Smiling Aeneas picked up bowl filled with batter and poured its contents into a cast iron skillet. "So will you at least tell me your name?"

"No." Helen replied in a harsh monotone.

"Won't tell me your name, won't tell me about yourself, hell I bet you wouldn't tell me the sky was blue if I asked. I'm guessing you have a reputation as quite the pill."

"I don't see any reason to give an inch to a man I'll kill the next time I meet him."

"Next time?" Her male companion responded with a little bit of genuine astonishment. "If you intend to kill me why not just do it now?"

"You saved my life and didn't kill me yourself," she responded. "And given that I normally murder you wanna be Romans on sight I think a life for a life is a fair trade."

"And let me guess, you hate the Legion and its members because they're basically an over grown group of raiders bent on raping, murdering, and pillaging their way across the continent."

"Bingo. And like any pricks of that stripe I am the judge, jury, and executioner."

"Who gave you those jobs?"

"I did. Until there is law and order outside of the towns again someone has to keep the people of these mountains safe, and damn it I'm going to do it until the law comes back or someone who is a better shot ends me."

Aeneas prodded at the edge of her pancake with a spatula, "And if I told you I want to help do just that? Restore law and order that is."

"I'd call you a miserable God damn liar."

"What if I told you there was a way to prove I'm on the level?"

"Again, a liar."

"What if I said then you won't leave this clearing alive if you don't agree to give me a chance?"

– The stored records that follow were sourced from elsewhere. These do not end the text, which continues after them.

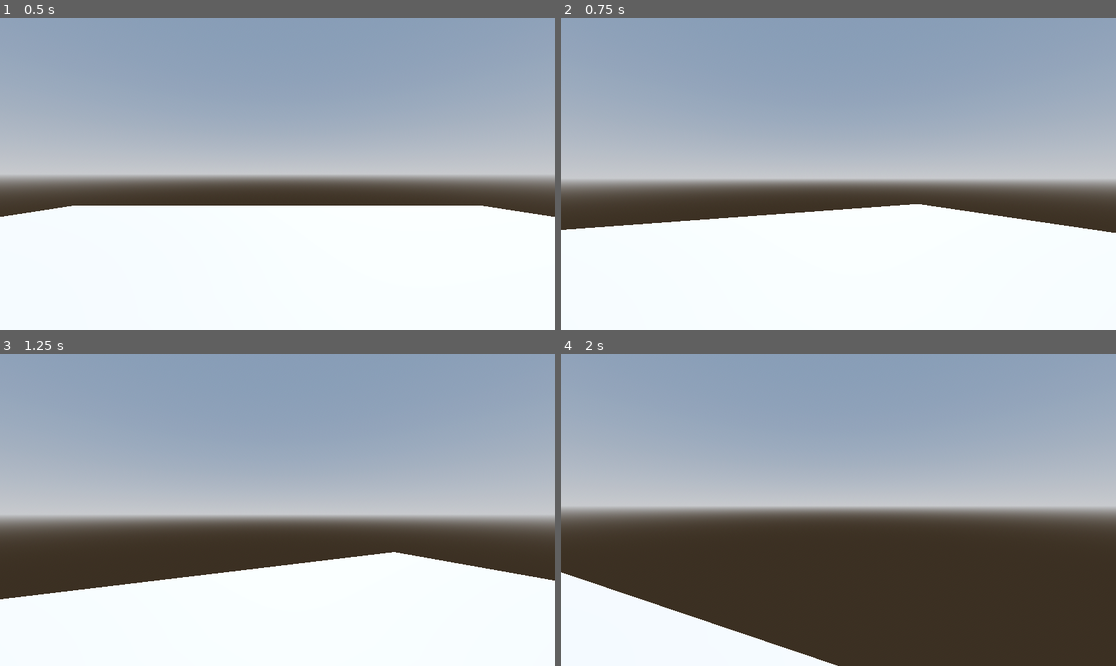
Above: before the commit, frames 1-4 (two rows, left to right).
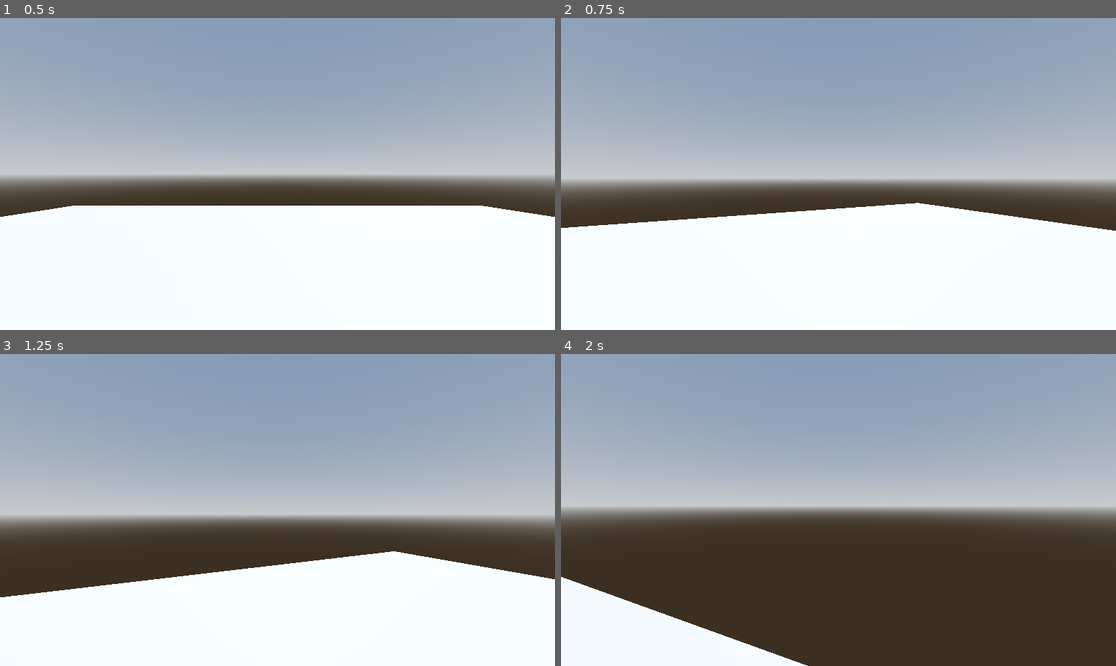
Above: after the commit, the same moments.

Repository: AEther-Frisko/Ghost-Maze-REDUX
Game: Godot game, scene res://Scenes/testLevel.tscn
Same seed, same stepped clock (60 frames per second), same inputs: the game is played once before the commit and once after it.
Inputs (mouse positions are in pixels of both pictures, inside the frame that each line leads up to):
- Up to frame 1 (0.5 s): no input
- Up to frame 2 (0.75 s): tap Enter at 0.5 s; move the mouse to (866, 174) at 0.52 s; hold W (move_forward) from 0.53 s (still down); hold Shift (sprint) from 0.53 s (still down)
- Up to frame 3 (1.25 s): keep holding W (move_forward); keep holding Shift (sprint)
- Up to frame 4 (2 s): keep holding W (move_forward); move the mouse to (810, 510) at 1.27 s; release Shift (sprint) at 1.28 s; tap Shift (sprint) at 1.35 s

Frame 1 is identical in both runs. In frame 2, 0.5% of the frame differs, in the area x 0-100%, y 59-69%; in frame 3, 0.4%; in frame 4, 1.1%, in the area x 0-50%, y 69-100%.

Commit message:
head bobbing and more lerping

Diff:
--- a/Scenes/testLevel.tscn
+++ b/Scenes/testLevel.tscn
@@ -38,7 +38,9 @@
 [node name="Head" type="Node3D" parent="Player"]
 transform = Transform3D(1, 0, 0, 0, 1, 0, 0, 0, 1, 0, 0.7, 0)
 
-[node name="Camera3D" type="Camera3D" parent="Player/Head"]
+[node name="HeadBobber" type="Node3D" parent="Player/Head"]
+
+[node name="Camera3D" type="Camera3D" parent="Player/Head/HeadBobber"]
 
 [node name="Env" type="Node3D" parent="."]
 
--- a/Scripts/Player.gd
+++ b/Scripts/Player.gd
@@ -1,16 +1,34 @@
 extends CharacterBody3D
 
 @onready var head = $Head
+@onready var headBobber = $Head/HeadBobber
 
+# speed vars
 const WALK_SPEED = 5.0
-const RUN_SPEED = 8.0
+const SPRINT_SPEED = 8.0
 
+var currentSpeed = WALK_SPEED
+
+# other movement vars
 const MOUSE_SENS = 0.4
 
-var currentSpeed = WALK_SPEED
 var lerpSpeed = 10.0
+var direction = Vector3.ZERO
 
-var direction = Vector3.ZERO
+# states
+var walking = false
+var sprinting = false
+
+# head bobbing vars
+const HEAD_BOB_SPRINT_SPEED = 22.0
+const HEAD_BOB_WALK_SPEED = 14.0
+
+const HEAD_BOB_SPRINT_INTENSITY = 0.2
+const HEAD_BOB_WALK_INTENSITY = 0.1
+
+var headBobVector = Vector2.ZERO
+var headBobIndex = 0.0
+var headBobCurrentIntensity = 0.0
 
 # Get the gravity from the project settings to be synced with RigidBody nodes.
 var gravity = ProjectSettings.get_setting("physics/3d/default_gravity")
@@ -19,26 +37,51 @@
 	Input.set_mouse_mode(Input.MOUSE_MODE_CAPTURED)
 
 func _input(event):
+	# translating mouse movement to camera movement
 	if event is InputEventMouseMotion:
 		rotate_y(deg_to_rad(-event.relative.x * MOUSE_SENS))
 		head.rotate_x(deg_to_rad(-event.relative.y * MOUSE_SENS))
 		head.rotation.x = clamp(head.rotation.x, deg_to_rad(-89), deg_to_rad(89))
 
+	# exit game
 	if event.is_action_pressed("quit"):
 		get_tree().quit()
 
 func _physics_process(delta):
+	var input_dir = Input.get_vector("move_left", "move_right", "move_forward", "move_backwards")
+
 	if Input.is_action_pressed("sprint"):
-		currentSpeed = RUN_SPEED
+		currentSpeed = lerp(currentSpeed, SPRINT_SPEED, delta * lerpSpeed)
+		sprinting = true
+		walking = false
 	else:
-		currentSpeed = WALK_SPEED
+		currentSpeed = lerp(currentSpeed, WALK_SPEED, delta * lerpSpeed)
+		walking = true
+		sprinting = false
 
 	# Add the gravity.
 	if not is_on_floor():
 		velocity.y -= gravity * delta
 
+	# handle headbob
+	if sprinting:
+		headBobCurrentIntensity = HEAD_BOB_SPRINT_INTENSITY
+		headBobIndex += HEAD_BOB_SPRINT_SPEED * delta
+	elif walking:
+		headBobCurrentIntensity = HEAD_BOB_WALK_INTENSITY
+		headBobIndex += HEAD_BOB_WALK_SPEED * delta
+
+	if is_on_floor() && input_dir != Vector2.ZERO:
+		headBobVector.y = sin(headBobIndex)
+		headBobVector.x = sin(headBobIndex / 2) * 0.5
+
+		headBobber.position.y = lerp(headBobber.position.y, headBobVector.y * (headBobCurrentIntensity/ 2.0), delta * lerpSpeed)
+		headBobber.position.x = lerp(headBobber.position.x, headBobVector.x * headBobCurrentIntensity, delta * lerpSpeed)
+	else:
+		headBobber.position.y = lerp(headBobber.position.y, 0.0, delta * lerpSpeed)
+		headBobber.position.x = lerp(headBobber.position.x, 0.0, delta * lerpSpeed)
+
 	# Get the input direction and handle the movement/deceleration.
-	var input_dir = Input.get_vector("move_left", "move_right", "move_forward", "move_backwards")
 	direction = lerp(direction,(transform.basis * Vector3(input_dir.x, 0, input_dir.y)).normalized(), delta * lerpSpeed)
 	if direction:
 		velocity.x = direction.x * currentSpeed

For the first time since she had woken up Helen's lips quirked into something other than a scowl, "Now I'd say you're finally being honest. What is it you think I should do?"

"Well before I say what, you do know there is scores of people moving with my branch of the Legion down old I seventy right?"

"Hard not to know that. News of that type of thing travels fast in these parts."

"Good. Now what I want you to do then is go down the old interstate into a few of the towns west of here and talk to the locals. You'll find almost all of us have been on our best behavior, and those few who haven't have been punished according to their crimes. We've paid for everything, helped those we could, and done all the things good little boys and girls should."

"So basically you're telling me that while you, the other legionaries, and your commander are wrapped up in the same package, you aren't following Caesar's playbook anymore. Right?"

"Exactly," Aeneas responded, his grin for some reason she couldn't grasp growing bigger as he did so. "So will you give me… no, will you give us a chance?"

As she watched him flip her pancake Helen thought things over. Finally she continued with, "I'll agree to humor you and check this out, and if, and only if, you are on the level I will give you a single chance, and only the one."

"Supposing we don't live up to your exacting standards?"

"Then I will go to any lengths I must to take as many of you as possible to hell with me," Helen responded with absolute conviction. "And I don't say that as a timid little human, I say it as the Pistolier."